Americans lost confidence in their government...and a little more than three years after Humphrey wrote his memo to Lyndon Johnson...in March of 1968...Johnson threw in the towel. "I shall not seek....and I will not accept...the nomination of my party for another term as your president."
"Humphrey was an extraordinary person and politician. He was extraordinarily smart. In the case of Vietnam he saw before many the difficulties and disasters that would befall America."
Following Johnson's announcement, much of the nation rallied behind Democrat Robert Kennedy, who promised to end Vietnam.
Those dreams ended in June. "Senator Robert Francis Kennedy died at 1:44 AM today...June 6th, 1968."
Leaving Democrats to rally behind Hubert Humphrey; despite his opposition to Vietnam he didn't campaign heavily on it because of his role in the Johnson administration.

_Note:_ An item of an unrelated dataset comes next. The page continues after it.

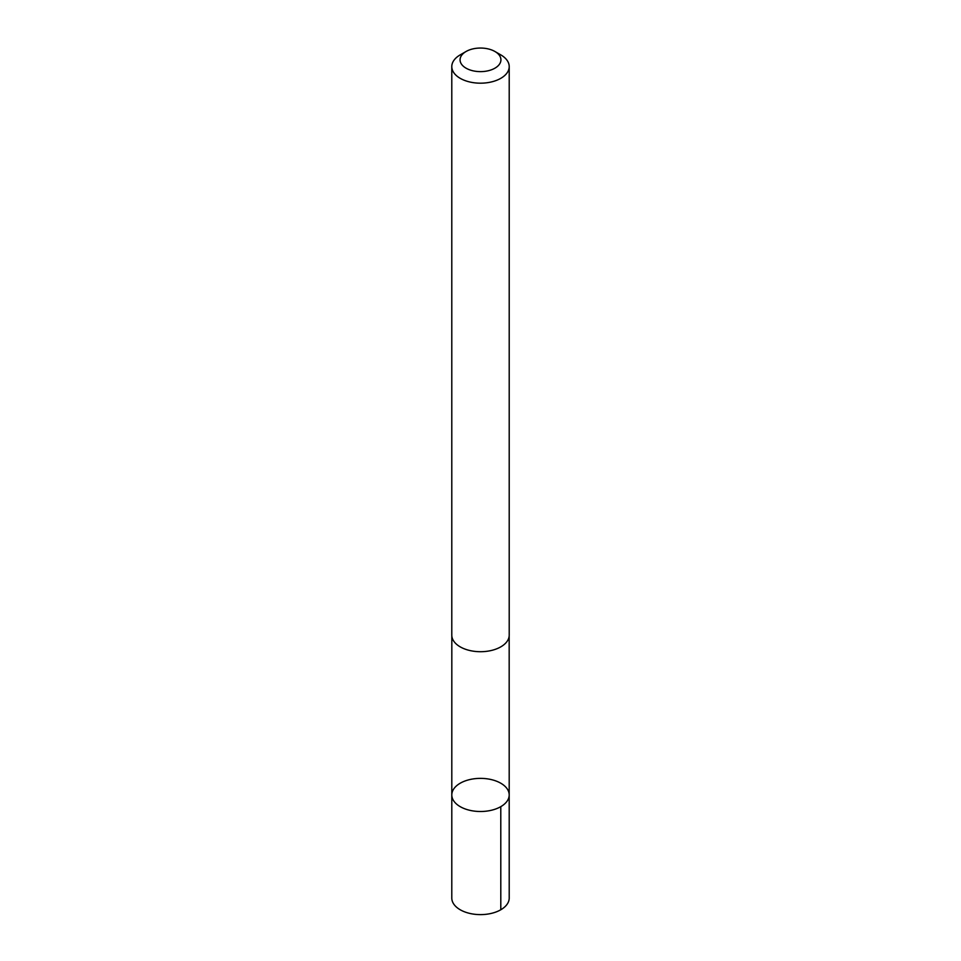 <?xml version="1.0" encoding="UTF-8"?>
<svg xmlns="http://www.w3.org/2000/svg" width="961" height="961" viewBox="0 0 961 961"><rect width="100%" height="100%" fill="white"/><g stroke="black" fill="none" stroke-linecap="round" stroke-linejoin="round"><path stroke-width="1.44" d="M498.242 781.918A28.698 16.565 180 0 1 509.198 794.939A28.698 16.565 180 0 1 480.5 811.504A28.698 16.565 180 0 1 451.802 794.939A28.698 16.565 180 0 1 467.971 780.032A28.698 16.565 180 0 1 498.242 781.918M451.79 898.042A28.71 16.577 0 0 0 462.746 911.064A28.71 16.577 0 0 0 493.041 912.95A28.71 16.577 0 0 0 509.21 898.042L509.198 794.939A28.698 16.565 180 0 1 480.5 811.504A28.698 16.565 180 0 1 451.802 794.939L451.79 898.042M466.061 51.498L460.199 54.885A28.71 16.577 0 0 0 451.79 66.609L451.79 635.137A28.71 16.577 0 0 0 462.746 648.158A28.71 16.577 0 0 0 493.041 650.044A28.71 16.577 0 0 0 509.21 635.137L509.21 66.609A28.71 16.577 0 0 0 500.801 54.885L494.939 51.498A20.421 11.784 0 0 0 466.061 51.498A20.421 11.784 0 0 0 467.875 69.108A20.421 11.784 0 0 0 495.768 67.666A20.421 11.784 0 0 0 494.939 51.498M451.79 66.609A28.71 16.577 0 0 0 462.746 79.631A28.71 16.577 0 0 0 493.041 81.517A28.71 16.577 0 0 0 509.21 66.609M500.801 909.767L500.789 806.651M451.826 635.834L451.802 794.939M509.174 635.834L509.198 794.939"/></g></svg>

Though he did hint at a change when he accepted his party's presidential nomination in August of '68. "There is always the temptation...always the temptation...to leave the scene of battle in anger and despair...but those who know the true meaning of democracy...accept the decision of today but never relinquish their right to change it tomorrow."
In the fall, America opted for Republican Richard Nixon. He said he would end Vietnam. It continued for another 7 years, until 1975, when Saigon fell. When Brian Wallin saw the video of American helicopters leaving Saigon...he cried. "That was kind of the final signal that we had lost."
And this memo, from South Dakota native Hubert Humphrey...10 years before the fall of Saigon...pleading with Lyndon Johnson to end Vietnam...became a tragic footnote to the history of this war.
After being defeated for president in 1968, Humphrey served the state of Minnesota as a United States Senator. In that role, he pressed the Nixon administration to change its Vietnam policies. That pressure helped lead to the U-S eventually removing combat forces from the country.